Dataset records
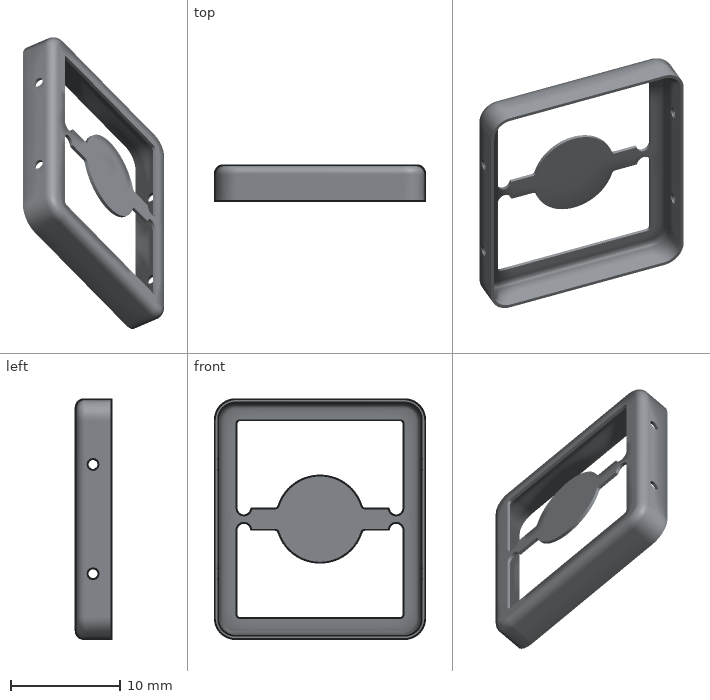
import cadquery as cq

width = 19.3
height = 22.0
depth = 3.3
corner_radius = 1.94
wall = 0.3
floor_thickness = 0.3
outer_edge_radius = 0.81
inner_edge_radius = outer_edge_radius - wall

window_width = 15.27
window_height = 18.1
window_corner_radius = 0.3
disk_radius = 4.0
arm_height = 1.98
disk_blend_radius = 0.3

notch_radius = 0.65
neck_height = 0.7
notch_x = window_width / 2 - notch_radius
notch_z = neck_height / 2 + notch_radius
arm_end_radius = 0.1

hole_diameter = 0.97
hole_spacing = 10.0
hole_y = 1.7


def rounded_block(size_x, size_z, length, radius):
    """Block from y = 0 to y = length with rounded corners along Y."""
    block = cq.Workplane("XZ").rect(size_x, size_z).extrude(-length)
    return block.edges("|Y").fillet(radius)


def make_tray():
    outer = rounded_block(width, height, depth, corner_radius)
    outer = outer.faces(">Y").edges().fillet(outer_edge_radius)
    cavity = rounded_block(
        width - 2 * wall, height - 2 * wall, depth - floor_thickness, corner_radius - wall
    )
    cavity = cavity.faces(">Y").edges().fillet(inner_edge_radius)
    return outer.cut(cavity)


def edges_within(half_width):
    """Selector for the edges along Y near the bar, up to half_width from the center in X."""
    box = cq.selectors.BoxSelector(
        (-half_width, 0, -arm_height), (half_width, depth, arm_height)
    )
    return box & cq.selectors.ParallelDirSelector(cq.Vector(0, 1, 0))


def make_window():
    window = rounded_block(window_width, window_height, depth, window_corner_radius)
    arm = cq.Workplane("XZ").rect(window_width, arm_height).extrude(-depth)
    disk = cq.Workplane("XZ").circle(disk_radius).extrude(-depth)
    bar = arm.union(disk)
    bar = bar.edges(edges_within(disk_radius)).fillet(disk_blend_radius)

    notch_centers = [(x, z) for x in (-notch_x, notch_x) for z in (-notch_z, notch_z)]
    notches = cq.Workplane("XZ").pushPoints(notch_centers).circle(notch_radius).extrude(-depth)
    bar = bar.cut(notches)
    arm_corners = edges_within(notch_x) - edges_within(disk_radius)
    bar = bar.edges(arm_corners).fillet(arm_end_radius)
    return window.union(notches).cut(bar)


def make_cross_holes():
    return (
        cq.Workplane("YZ")
        .pushPoints([(hole_y, -hole_spacing / 2), (hole_y, hole_spacing / 2)])
        .circle(hole_diameter / 2)
        .extrude(width, both=True)
    )


bezel = make_tray().cut(make_window()).cut(make_cross_holes())
result = bezel.translate((0, -depth / 2, 0))

TO DO:
Every entry must be written out exactly, with all pictures left out.

ANSWER:
import cadquery as cq

width = 19.3
height = 22.0
depth = 3.3
corner_radius = 1.94
wall = 0.3
floor_thickness = 0.3
outer_edge_radius = 0.81
inner_edge_radius = outer_edge_radius - wall

window_width = 15.27
window_height = 18.1
window_corner_radius = 0.3
disk_radius = 4.0
arm_height = 1.98
disk_blend_radius = 0.3

notch_radius = 0.65
neck_height = 0.7
notch_x = window_width / 2 - notch_radius
notch_z = neck_height / 2 + notch_radius
arm_end_radius = 0.1

hole_diameter = 0.97
hole_spacing = 10.0
hole_y = 1.7


def rounded_block(size_x, size_z, length, radius):
    """Block from y = 0 to y = length with rounded corners along Y."""
    block = cq.Workplane("XZ").rect(size_x, size_z).extrude(-length)
    return block.edges("|Y").fillet(radius)


def make_tray():
    outer = rounded_block(width, height, depth, corner_radius)
    outer = outer.faces(">Y").edges().fillet(outer_edge_radius)
    cavity = rounded_block(
        width - 2 * wall, height - 2 * wall, depth - floor_thickness, corner_radius - wall
    )
    cavity = cavity.faces(">Y").edges().fillet(inner_edge_radius)
    return outer.cut(cavity)


def edges_within(half_width):
    """Selector for the edges along Y near the bar, up to half_width from the center in X."""
    box = cq.selectors.BoxSelector(
        (-half_width, 0, -arm_height), (half_width, depth, arm_height)
    )
    return box & cq.selectors.ParallelDirSelector(cq.Vector(0, 1, 0))


def make_window():
    window = rounded_block(window_width, window_height, depth, window_corner_radius)
    arm = cq.Workplane("XZ").rect(window_width, arm_height).extrude(-depth)
    disk = cq.Workplane("XZ").circle(disk_radius).extrude(-depth)
    bar = arm.union(disk)
    bar = bar.edges(edges_within(disk_radius)).fillet(disk_blend_radius)

    notch_centers = [(x, z) for x in (-notch_x, notch_x) for z in (-notch_z, notch_z)]
    notches = cq.Workplane("XZ").pushPoints(notch_centers).circle(notch_radius).extrude(-depth)
    bar = bar.cut(notches)
    arm_corners = edges_within(notch_x) - edges_within(disk_radius)
    bar = bar.edges(arm_corners).fillet(arm_end_radius)
    return window.union(notches).cut(bar)


def make_cross_holes():
    return (
        cq.Workplane("YZ")
        .pushPoints([(hole_y, -hole_spacing / 2), (hole_y, hole_spacing / 2)])
        .circle(hole_diameter / 2)
        .extrude(width, both=True)
    )


bezel = make_tray().cut(make_window()).cut(make_cross_holes())
result = bezel.translate((0, -depth / 2, 0))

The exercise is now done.